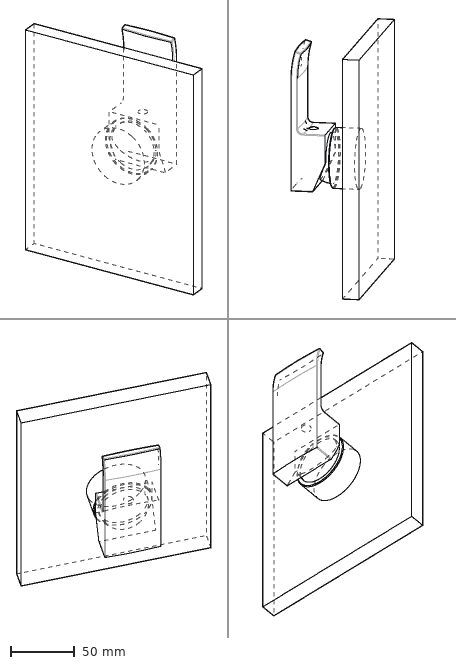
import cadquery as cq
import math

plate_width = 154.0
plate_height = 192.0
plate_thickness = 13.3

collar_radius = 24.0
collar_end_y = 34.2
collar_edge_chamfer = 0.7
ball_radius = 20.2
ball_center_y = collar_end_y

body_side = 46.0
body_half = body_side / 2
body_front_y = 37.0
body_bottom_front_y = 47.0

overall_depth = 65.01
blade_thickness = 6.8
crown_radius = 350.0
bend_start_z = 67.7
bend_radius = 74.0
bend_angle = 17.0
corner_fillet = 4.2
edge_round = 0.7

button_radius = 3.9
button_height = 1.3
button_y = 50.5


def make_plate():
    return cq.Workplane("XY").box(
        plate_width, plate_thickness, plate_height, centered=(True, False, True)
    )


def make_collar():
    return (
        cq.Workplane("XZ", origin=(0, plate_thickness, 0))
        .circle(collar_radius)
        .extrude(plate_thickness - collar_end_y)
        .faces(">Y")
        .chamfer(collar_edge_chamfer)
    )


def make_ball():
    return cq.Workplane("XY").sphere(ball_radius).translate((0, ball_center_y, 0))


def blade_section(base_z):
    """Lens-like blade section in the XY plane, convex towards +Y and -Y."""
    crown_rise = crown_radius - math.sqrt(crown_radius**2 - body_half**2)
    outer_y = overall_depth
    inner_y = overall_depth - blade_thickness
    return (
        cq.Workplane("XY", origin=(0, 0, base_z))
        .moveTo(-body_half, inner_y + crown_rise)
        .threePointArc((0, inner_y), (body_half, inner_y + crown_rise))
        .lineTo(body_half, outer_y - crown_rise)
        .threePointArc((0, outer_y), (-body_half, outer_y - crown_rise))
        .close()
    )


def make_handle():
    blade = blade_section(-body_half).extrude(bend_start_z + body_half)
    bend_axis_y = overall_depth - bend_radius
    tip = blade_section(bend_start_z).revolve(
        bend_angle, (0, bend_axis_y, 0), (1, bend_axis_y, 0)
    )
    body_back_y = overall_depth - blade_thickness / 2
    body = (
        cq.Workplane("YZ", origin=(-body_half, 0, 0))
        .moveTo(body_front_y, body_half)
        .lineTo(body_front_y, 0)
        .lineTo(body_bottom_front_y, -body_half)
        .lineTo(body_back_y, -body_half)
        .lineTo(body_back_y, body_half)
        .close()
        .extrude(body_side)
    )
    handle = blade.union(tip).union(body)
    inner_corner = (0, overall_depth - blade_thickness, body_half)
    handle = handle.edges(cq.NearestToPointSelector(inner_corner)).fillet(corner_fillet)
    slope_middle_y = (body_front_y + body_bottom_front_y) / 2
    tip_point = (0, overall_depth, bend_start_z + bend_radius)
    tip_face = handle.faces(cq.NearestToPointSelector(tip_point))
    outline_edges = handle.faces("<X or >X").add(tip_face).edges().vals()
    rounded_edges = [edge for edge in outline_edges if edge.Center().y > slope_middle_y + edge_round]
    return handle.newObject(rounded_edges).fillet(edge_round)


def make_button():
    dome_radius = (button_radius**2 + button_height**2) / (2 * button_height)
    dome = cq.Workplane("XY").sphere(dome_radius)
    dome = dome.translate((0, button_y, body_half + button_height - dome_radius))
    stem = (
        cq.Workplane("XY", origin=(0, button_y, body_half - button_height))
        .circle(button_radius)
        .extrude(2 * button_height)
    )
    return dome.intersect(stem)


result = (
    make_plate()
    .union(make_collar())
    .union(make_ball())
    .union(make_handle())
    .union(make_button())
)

**Problem to work on:** Retype word for word the line above with "body_back_y = overall_depth" and all lines after it, nothing else.

**Expected answer:**
    body_back_y = overall_depth - blade_thickness / 2
    body = (
        cq.Workplane("YZ", origin=(-body_half, 0, 0))
        .moveTo(body_front_y, body_half)
        .lineTo(body_front_y, 0)
        .lineTo(body_bottom_front_y, -body_half)
        .lineTo(body_back_y, -body_half)
        .lineTo(body_back_y, body_half)
        .close()
        .extrude(body_side)
    )
    handle = blade.union(tip).union(body)
    inner_corner = (0, overall_depth - blade_thickness, body_half)
    handle = handle.edges(cq.NearestToPointSelector(inner_corner)).fillet(corner_fillet)
    slope_middle_y = (body_front_y + body_bottom_front_y) / 2
    tip_point = (0, overall_depth, bend_start_z + bend_radius)
    tip_face = handle.faces(cq.NearestToPointSelector(tip_point))
    outline_edges = handle.faces("<X or >X").add(tip_face).edges().vals()
    rounded_edges = [edge for edge in outline_edges if edge.Center().y > slope_middle_y + edge_round]
    return handle.newObject(rounded_edges).fillet(edge_round)


def make_button():
    dome_radius = (button_radius**2 + button_height**2) / (2 * button_height)
    dome = cq.Workplane("XY").sphere(dome_radius)
    dome = dome.translate((0, button_y, body_half + button_height - dome_radius))
    stem = (
        cq.Workplane("XY", origin=(0, button_y, body_half - button_height))
        .circle(button_radius)
        .extrude(2 * button_height)
    )
    return dome.intersect(stem)


result = (
    make_plate()
    .union(make_collar())
    .union(make_ball())
    .union(make_handle())
    .union(make_button())
)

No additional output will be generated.